When Saul finds out about this, he really doesn’t punish anyone right away. But when God refuses to answer him when he asks for a sign to go into battle, he asks God to identify the “sinner ” who caused the silence, and Jonathan is outed. But the army he had led to victory that day refuses to allow him to be executed, so Saul goes back home to consolidate his reign by dealing with all the other enemies, and then back to fighting the Philistines. Saul finally displays some bravery in this.
His other children are listed after this, including a daughter called Michal, another name to remember. But the Philistines, as mentioned in an earlier lesson, would continue to vex Israel during Saul’s reign, and he was in the habit of conscripting any particularly brave man he saw.
1 Sam. 15
God had said that the kingdom would be taken from Saul, and now we come to the events leading up to that. God tests Saul by ordering him to totally wipe out the Amalekites, but he spares the king and the best of the loot.

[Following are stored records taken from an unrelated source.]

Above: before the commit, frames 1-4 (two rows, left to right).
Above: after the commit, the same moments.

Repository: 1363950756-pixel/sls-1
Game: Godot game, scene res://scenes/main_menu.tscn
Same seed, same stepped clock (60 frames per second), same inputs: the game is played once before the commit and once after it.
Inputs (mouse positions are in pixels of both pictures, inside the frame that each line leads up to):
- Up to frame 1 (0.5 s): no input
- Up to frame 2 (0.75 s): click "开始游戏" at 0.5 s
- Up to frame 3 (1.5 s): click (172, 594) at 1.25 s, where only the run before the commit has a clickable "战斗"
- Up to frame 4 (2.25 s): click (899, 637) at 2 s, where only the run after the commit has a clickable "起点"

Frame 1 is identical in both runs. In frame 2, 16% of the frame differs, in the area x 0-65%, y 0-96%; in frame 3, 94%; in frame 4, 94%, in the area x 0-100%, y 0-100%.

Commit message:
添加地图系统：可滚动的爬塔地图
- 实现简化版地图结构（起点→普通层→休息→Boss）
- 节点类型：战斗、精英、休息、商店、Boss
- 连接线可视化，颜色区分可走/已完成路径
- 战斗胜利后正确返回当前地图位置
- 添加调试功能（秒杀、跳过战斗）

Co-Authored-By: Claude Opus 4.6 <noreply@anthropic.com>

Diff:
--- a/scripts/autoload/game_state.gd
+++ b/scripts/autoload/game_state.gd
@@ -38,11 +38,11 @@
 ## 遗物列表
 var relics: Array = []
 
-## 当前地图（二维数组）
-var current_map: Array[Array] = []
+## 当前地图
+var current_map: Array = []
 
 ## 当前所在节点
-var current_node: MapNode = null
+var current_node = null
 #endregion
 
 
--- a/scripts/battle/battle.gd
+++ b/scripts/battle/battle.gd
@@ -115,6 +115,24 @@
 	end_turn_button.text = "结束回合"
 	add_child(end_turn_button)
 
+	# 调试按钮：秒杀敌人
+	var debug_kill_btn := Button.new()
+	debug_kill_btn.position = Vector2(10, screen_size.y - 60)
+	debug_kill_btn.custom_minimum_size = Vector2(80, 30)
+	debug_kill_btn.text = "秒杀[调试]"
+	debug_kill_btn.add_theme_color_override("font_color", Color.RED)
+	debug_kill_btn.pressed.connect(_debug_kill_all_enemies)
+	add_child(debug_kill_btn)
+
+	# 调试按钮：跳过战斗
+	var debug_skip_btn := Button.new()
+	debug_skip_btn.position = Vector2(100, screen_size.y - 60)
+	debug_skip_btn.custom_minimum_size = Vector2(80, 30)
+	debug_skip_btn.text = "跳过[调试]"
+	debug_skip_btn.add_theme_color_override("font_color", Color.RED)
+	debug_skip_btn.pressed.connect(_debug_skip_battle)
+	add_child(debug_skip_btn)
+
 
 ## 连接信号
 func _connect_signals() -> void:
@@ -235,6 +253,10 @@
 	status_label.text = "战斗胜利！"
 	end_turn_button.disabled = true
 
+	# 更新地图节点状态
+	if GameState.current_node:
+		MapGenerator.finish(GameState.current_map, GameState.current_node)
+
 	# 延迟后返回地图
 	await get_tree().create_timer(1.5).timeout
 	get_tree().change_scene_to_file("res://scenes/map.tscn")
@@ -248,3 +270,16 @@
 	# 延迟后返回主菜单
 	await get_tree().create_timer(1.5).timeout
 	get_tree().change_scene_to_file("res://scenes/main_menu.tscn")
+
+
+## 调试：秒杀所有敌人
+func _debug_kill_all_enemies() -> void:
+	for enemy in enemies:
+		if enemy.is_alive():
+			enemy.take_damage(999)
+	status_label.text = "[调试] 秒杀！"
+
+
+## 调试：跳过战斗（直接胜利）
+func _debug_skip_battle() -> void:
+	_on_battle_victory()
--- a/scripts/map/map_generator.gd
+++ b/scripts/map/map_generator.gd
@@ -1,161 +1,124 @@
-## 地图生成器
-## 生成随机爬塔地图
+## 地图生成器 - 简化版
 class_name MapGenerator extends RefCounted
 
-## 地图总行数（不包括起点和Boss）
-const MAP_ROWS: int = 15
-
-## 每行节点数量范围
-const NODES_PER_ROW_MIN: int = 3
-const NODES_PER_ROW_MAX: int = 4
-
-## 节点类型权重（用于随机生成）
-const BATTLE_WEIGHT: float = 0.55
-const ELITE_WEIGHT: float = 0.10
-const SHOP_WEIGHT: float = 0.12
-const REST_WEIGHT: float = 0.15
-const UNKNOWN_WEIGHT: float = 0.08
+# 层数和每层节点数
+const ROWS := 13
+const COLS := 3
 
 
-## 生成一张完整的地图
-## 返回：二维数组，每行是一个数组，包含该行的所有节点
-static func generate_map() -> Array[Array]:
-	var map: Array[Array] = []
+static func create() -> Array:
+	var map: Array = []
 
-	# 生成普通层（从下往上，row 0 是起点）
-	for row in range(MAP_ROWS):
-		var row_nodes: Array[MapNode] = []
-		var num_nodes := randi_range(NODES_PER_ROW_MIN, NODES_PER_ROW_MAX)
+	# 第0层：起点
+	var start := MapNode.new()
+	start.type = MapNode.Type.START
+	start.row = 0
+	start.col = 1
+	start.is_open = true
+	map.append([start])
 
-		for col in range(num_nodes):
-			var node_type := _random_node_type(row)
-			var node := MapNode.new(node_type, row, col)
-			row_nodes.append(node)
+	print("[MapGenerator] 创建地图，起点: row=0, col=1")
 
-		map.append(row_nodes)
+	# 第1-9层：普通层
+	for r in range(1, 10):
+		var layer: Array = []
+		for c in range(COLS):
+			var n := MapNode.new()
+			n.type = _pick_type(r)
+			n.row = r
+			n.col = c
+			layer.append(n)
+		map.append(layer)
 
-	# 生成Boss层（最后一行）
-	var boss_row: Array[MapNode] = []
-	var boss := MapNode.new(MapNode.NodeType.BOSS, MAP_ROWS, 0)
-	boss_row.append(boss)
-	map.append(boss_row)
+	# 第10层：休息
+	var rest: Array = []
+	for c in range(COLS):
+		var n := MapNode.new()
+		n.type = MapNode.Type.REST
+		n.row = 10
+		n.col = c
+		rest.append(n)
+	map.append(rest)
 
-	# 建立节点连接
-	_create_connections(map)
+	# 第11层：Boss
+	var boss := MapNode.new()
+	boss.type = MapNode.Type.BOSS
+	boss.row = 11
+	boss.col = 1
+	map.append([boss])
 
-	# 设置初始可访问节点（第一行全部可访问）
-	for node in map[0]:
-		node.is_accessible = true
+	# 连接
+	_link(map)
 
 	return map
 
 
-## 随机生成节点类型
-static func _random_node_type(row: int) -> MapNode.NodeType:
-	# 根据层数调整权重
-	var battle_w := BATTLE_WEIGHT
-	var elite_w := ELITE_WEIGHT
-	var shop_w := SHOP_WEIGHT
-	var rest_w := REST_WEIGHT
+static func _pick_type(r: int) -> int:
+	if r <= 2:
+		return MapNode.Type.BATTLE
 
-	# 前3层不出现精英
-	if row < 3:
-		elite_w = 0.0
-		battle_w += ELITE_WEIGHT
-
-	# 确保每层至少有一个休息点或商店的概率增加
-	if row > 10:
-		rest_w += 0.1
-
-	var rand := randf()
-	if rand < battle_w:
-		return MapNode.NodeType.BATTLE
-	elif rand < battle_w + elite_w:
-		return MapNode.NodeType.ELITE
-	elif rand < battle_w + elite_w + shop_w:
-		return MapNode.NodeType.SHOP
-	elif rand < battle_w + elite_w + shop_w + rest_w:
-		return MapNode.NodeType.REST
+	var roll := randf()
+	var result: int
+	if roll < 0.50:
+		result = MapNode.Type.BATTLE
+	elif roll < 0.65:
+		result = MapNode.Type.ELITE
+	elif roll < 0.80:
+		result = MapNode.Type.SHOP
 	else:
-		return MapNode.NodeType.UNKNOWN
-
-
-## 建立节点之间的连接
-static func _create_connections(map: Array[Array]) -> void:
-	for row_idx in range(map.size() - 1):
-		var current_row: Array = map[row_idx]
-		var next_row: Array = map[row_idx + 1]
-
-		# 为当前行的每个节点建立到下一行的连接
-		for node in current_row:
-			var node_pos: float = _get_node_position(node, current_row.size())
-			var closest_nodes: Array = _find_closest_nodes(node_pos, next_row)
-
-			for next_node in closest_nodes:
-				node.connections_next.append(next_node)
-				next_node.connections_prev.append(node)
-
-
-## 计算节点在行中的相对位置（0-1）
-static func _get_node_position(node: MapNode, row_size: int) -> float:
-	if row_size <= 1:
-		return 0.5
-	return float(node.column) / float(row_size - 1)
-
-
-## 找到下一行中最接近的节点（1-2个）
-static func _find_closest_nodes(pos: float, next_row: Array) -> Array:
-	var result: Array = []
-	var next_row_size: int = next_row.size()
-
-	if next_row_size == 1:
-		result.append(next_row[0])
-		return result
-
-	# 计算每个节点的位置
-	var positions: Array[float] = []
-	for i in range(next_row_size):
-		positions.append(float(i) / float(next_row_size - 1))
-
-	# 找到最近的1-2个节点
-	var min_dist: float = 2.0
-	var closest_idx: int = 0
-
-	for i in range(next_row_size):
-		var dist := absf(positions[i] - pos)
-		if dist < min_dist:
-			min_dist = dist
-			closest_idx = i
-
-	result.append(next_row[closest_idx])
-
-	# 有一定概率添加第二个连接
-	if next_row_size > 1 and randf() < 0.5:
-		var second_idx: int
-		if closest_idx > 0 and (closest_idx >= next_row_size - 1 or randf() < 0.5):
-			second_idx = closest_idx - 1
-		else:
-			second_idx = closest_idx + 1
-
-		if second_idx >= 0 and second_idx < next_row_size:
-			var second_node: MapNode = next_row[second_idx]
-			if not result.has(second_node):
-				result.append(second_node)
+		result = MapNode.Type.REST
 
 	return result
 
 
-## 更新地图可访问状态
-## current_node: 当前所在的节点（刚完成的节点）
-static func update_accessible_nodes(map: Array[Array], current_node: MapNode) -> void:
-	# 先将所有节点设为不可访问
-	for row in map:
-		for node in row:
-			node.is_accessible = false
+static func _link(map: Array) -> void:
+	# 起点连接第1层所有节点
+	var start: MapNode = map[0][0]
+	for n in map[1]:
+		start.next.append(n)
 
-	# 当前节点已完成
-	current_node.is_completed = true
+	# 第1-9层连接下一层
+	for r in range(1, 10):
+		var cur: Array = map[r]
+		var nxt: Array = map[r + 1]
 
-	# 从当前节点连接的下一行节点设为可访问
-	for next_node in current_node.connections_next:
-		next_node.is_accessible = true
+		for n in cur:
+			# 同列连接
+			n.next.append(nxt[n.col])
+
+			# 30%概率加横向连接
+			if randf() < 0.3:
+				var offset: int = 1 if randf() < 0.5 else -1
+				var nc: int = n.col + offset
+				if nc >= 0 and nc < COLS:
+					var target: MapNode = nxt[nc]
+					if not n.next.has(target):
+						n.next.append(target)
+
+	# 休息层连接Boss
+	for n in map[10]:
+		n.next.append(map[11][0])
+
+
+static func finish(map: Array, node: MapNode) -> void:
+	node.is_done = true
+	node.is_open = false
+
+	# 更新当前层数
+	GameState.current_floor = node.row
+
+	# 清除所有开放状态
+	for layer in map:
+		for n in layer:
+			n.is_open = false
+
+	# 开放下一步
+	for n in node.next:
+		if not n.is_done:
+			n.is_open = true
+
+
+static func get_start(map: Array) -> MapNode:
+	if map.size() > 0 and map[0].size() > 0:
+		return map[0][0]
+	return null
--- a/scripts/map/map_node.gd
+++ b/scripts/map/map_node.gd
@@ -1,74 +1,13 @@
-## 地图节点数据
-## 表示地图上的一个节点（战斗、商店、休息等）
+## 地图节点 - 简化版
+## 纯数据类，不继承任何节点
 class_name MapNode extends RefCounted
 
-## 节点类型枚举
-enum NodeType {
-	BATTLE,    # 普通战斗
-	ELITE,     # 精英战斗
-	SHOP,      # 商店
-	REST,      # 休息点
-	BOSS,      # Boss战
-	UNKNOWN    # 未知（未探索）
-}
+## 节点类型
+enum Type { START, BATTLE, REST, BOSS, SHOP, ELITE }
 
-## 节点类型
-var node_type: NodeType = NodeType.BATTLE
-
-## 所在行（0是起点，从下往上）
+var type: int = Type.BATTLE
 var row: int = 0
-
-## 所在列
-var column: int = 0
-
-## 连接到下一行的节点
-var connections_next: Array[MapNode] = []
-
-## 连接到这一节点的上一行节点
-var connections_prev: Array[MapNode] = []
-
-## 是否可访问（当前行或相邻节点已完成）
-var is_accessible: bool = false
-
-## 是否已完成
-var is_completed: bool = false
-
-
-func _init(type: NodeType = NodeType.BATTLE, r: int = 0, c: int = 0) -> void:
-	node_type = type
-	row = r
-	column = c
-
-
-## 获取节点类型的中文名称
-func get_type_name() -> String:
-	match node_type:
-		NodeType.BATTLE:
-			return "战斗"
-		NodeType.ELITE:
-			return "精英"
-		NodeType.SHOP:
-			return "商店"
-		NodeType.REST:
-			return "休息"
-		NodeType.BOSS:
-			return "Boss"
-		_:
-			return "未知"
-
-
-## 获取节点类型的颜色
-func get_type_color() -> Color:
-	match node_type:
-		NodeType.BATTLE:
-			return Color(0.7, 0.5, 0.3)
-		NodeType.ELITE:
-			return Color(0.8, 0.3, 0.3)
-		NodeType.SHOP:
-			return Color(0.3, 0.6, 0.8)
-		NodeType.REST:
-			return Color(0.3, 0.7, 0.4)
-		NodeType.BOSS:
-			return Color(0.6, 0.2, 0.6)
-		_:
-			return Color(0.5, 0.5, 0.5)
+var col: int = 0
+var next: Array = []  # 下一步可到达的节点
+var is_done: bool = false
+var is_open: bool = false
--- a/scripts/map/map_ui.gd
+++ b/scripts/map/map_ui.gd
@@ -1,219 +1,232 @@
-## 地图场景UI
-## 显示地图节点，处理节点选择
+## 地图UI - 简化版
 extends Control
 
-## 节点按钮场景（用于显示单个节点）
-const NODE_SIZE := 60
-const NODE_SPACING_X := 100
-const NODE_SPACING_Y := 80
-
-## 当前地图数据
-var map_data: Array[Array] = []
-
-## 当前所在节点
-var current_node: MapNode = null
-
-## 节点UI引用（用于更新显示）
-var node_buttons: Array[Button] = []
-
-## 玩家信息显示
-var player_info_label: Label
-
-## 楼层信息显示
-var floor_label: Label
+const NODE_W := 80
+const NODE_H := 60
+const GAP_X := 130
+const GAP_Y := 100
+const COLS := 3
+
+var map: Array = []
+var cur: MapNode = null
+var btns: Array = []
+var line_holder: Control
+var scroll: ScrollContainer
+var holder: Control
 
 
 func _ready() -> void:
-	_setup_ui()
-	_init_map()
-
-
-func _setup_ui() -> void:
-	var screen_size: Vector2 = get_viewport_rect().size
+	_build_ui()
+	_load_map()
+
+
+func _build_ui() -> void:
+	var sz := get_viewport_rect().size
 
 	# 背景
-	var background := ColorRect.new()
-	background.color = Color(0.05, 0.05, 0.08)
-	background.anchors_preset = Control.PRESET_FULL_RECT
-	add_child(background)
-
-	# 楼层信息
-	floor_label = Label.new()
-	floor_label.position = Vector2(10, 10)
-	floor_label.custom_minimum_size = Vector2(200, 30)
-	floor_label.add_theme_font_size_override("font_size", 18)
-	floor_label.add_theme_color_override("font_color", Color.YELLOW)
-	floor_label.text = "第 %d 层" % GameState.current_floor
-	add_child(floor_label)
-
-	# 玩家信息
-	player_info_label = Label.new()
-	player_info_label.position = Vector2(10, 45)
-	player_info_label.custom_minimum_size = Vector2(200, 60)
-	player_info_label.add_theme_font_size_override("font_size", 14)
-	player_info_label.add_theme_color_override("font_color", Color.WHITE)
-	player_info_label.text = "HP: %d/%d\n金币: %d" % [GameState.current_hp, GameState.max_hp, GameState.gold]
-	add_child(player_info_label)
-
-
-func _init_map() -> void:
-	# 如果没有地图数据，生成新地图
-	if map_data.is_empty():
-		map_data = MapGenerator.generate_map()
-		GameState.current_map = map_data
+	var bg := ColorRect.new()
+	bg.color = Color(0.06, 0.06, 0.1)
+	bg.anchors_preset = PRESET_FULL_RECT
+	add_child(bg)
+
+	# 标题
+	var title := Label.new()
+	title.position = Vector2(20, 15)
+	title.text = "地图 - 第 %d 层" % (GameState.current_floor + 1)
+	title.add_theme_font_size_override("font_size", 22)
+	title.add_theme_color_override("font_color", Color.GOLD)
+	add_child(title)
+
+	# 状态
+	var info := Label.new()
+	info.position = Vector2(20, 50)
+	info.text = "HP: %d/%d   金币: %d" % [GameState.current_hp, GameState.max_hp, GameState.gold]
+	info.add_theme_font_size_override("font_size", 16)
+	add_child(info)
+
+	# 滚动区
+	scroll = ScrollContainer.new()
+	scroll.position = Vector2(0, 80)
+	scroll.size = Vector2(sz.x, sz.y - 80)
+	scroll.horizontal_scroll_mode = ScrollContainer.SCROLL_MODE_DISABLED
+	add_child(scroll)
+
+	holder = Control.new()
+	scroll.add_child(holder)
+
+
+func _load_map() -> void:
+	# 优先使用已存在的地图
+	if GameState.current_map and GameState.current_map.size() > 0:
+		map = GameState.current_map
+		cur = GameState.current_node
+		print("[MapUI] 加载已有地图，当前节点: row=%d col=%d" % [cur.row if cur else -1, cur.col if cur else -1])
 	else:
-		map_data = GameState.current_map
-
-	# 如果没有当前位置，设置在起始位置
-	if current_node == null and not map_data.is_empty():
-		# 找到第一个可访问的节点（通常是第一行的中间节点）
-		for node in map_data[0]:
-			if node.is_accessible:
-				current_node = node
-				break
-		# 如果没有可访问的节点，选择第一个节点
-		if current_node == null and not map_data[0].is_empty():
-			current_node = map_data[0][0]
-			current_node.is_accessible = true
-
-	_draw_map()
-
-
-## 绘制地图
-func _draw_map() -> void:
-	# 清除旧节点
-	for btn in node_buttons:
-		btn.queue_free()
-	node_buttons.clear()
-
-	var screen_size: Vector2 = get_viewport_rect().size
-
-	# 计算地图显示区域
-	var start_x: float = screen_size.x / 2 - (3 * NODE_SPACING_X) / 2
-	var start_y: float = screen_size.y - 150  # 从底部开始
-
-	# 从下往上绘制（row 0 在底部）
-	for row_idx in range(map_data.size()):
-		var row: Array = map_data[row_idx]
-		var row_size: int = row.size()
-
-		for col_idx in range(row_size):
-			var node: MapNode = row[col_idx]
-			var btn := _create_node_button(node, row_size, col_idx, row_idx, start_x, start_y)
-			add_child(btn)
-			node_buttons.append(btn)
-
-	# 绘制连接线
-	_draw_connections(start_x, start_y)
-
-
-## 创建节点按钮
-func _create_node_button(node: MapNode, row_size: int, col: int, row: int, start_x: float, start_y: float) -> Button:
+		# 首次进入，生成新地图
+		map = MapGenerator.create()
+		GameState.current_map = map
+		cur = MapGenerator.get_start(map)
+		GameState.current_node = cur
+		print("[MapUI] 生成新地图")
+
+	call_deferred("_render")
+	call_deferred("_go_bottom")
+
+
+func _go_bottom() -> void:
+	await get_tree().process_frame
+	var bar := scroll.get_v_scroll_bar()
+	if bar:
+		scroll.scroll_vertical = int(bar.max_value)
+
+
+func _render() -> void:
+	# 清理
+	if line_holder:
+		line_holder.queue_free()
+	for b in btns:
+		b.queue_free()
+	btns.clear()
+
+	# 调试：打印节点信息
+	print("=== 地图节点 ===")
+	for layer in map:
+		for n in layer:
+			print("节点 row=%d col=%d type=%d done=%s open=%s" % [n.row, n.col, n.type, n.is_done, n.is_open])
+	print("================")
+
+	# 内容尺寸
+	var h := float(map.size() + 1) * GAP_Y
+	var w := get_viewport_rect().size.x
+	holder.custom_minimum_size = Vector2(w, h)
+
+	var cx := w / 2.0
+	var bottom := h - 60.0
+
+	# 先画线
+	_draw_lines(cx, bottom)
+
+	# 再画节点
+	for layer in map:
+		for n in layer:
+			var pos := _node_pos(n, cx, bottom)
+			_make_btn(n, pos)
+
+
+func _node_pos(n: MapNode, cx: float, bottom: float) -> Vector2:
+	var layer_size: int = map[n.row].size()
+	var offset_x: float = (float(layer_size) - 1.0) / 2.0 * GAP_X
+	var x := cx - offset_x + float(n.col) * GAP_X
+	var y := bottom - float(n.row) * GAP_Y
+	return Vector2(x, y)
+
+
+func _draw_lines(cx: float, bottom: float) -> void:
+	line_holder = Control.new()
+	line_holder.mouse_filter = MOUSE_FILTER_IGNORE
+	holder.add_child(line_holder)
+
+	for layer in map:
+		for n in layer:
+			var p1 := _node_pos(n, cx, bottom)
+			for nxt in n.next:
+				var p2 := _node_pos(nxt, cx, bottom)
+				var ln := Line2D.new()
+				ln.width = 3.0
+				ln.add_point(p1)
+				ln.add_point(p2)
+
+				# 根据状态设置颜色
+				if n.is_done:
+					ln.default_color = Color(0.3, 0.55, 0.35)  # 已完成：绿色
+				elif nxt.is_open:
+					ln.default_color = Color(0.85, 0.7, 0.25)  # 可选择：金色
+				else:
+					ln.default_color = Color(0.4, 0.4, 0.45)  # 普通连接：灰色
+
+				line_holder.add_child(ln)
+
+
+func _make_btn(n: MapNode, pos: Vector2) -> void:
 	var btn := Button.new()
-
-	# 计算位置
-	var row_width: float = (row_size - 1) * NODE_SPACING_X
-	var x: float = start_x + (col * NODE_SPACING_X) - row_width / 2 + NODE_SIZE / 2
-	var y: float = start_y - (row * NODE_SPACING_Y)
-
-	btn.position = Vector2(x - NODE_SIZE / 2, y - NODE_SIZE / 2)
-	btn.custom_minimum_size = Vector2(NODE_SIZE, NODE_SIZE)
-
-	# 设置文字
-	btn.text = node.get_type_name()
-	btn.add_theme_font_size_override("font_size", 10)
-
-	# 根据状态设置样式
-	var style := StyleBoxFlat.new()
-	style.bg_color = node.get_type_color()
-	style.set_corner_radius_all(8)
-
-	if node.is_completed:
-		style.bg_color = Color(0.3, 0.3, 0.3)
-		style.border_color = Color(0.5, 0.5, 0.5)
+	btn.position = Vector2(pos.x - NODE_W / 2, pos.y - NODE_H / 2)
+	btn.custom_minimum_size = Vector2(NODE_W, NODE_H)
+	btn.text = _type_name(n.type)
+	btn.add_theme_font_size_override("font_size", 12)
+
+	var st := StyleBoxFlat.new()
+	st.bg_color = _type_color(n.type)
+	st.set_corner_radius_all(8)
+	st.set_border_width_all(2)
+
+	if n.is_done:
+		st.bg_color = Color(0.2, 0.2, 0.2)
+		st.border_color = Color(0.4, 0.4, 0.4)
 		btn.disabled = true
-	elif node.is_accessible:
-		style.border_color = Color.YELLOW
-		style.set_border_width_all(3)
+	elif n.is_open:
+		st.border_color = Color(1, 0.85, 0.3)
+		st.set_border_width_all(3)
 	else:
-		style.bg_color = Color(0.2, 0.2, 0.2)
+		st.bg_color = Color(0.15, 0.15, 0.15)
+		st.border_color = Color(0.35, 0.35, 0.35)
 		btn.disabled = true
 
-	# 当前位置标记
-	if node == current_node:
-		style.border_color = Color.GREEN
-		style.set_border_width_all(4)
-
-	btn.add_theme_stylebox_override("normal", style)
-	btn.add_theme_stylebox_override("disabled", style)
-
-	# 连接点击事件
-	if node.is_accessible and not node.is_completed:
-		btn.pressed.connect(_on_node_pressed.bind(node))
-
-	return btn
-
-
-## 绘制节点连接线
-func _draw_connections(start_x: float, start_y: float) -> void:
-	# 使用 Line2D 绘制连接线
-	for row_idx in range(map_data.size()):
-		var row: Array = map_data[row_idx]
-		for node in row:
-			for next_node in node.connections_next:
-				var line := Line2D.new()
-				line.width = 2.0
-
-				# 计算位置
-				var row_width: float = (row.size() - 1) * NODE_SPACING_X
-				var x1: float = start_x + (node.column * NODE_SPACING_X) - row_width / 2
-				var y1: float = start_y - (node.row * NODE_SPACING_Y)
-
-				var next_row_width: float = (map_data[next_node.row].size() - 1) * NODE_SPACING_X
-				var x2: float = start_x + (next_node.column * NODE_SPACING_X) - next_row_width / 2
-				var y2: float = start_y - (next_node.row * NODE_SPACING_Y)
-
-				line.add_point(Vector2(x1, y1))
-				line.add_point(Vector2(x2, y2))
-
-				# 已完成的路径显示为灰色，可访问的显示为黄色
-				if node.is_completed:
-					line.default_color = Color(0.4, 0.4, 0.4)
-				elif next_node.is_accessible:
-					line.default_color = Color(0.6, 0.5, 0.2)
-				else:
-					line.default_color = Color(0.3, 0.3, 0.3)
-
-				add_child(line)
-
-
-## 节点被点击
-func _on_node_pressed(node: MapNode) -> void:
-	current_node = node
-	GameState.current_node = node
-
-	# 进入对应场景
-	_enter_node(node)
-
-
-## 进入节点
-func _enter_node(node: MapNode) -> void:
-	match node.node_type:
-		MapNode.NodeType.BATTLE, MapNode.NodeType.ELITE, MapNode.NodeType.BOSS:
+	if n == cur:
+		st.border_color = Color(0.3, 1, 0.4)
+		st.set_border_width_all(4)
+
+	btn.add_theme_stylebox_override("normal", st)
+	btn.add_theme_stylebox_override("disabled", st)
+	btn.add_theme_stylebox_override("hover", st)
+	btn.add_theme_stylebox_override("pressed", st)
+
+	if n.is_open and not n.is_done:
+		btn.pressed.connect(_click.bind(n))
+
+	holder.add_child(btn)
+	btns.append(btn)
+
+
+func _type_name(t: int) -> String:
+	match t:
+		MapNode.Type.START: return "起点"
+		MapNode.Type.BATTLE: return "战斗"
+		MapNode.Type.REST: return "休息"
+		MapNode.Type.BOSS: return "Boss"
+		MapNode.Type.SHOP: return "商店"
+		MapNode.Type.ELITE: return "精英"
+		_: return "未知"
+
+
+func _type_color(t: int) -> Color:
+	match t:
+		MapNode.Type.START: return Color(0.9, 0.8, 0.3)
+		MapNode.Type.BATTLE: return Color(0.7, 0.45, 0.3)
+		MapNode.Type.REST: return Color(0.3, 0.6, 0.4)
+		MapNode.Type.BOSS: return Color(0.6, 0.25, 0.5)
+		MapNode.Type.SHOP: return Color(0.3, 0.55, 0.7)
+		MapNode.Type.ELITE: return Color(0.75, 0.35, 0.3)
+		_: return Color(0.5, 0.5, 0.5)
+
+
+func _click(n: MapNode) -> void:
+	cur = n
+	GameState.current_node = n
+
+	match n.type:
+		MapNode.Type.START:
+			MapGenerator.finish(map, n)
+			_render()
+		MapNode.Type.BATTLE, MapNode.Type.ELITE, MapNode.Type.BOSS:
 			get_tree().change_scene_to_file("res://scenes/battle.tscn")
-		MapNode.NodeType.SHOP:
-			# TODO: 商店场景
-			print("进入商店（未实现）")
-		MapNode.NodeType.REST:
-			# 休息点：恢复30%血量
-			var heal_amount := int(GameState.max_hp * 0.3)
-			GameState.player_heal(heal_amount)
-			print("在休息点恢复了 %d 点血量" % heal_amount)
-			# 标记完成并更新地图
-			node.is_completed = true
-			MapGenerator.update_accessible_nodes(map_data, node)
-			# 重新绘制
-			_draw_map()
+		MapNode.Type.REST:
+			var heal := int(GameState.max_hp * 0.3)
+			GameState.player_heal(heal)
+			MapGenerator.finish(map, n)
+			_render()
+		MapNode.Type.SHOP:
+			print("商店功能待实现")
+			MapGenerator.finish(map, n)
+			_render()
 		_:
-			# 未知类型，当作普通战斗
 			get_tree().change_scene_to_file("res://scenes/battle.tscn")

So God tells Samuel of his regret at choosing Saul, and Samuel confronts Saul over his failure to obey God. Saul makes excuses and denies his failure, but Samuel isn’t having it, and this is where we find the familiar passage about God valuing obedience more than sacrifice. Finally Saul admits his guilt, and his motive: fear of his own army; his bravery was short-lived. Then we see another characteristic of God: he is not a human being, which most translations render “man ”. This is important to remember whenever other religions try to make God in their image, or when Christians try to adopt heathen beliefs by making God gendered.
It would be Samuel, not Saul, who dispatches the Amalekite king, and Saul would never see Samuel again. But the repetition of the statement about God regretting his choice of Saul is a curious thing, since we all agree that God is all-knowing, and he had just said he doesn’t change his mind like people do. We also recall God’s regretting he made mankind at all and the subsequent Flood. You can read a fairly exhaustive list of God’s apparent regrets at this source, in the final post on that page.
A possible answer from one angle is that God is saying this for our benefit and in terms we can grasp. His purpose is to emphasize that his decision is final, and also for us to learn from other people’s mistakes. And the lesson here is not just for Israel; how often has Christianity chosen the most attractive, charismatic, eloquent leaders, instead of the most godly or studied in the Word? Look at the popular so-called ministries, on- or off-line, and see what they’re teaching.
Another angle is that the word typically rendered “regret ” is better understood as “grief ”. Yet why would God only be grieved after the passage of time, since it was his choice and he knew how it would turn out? Certainly the free will he granted humanity comes into play, but in these and numerous other passages, we’re given the impression that God is disppointed that people miss his expectations, which shouldn’t be the case since he knew what they’d do from the start.
The Greek word here in verse 35 is metemelethe, whereas in verse 29 it’s metanoesei. The primary difference is that rather than merely a change of mind or direction, the one in verse 35 includes the motivation for such change. Remember as well that the semantic range of any word is taken from context, not context from semantic range. So we can at least establish that God is not repenting of a sin or mistake.
So how do we reconcile verses 29 and 35? In my opinion, the solution is that while God never changes his plans, he often changes our instructions at various points in time. This is the outworking of the paradox between his sovereignty and our free will. For example, when God came down to see what the builders of the Tower of Babel were up to, or whether Abraham would obey God without question, we must see these visitations as from our perspective and ability to understand, not God’s limitations or imperfections. This is also the essence of Dispensationalism.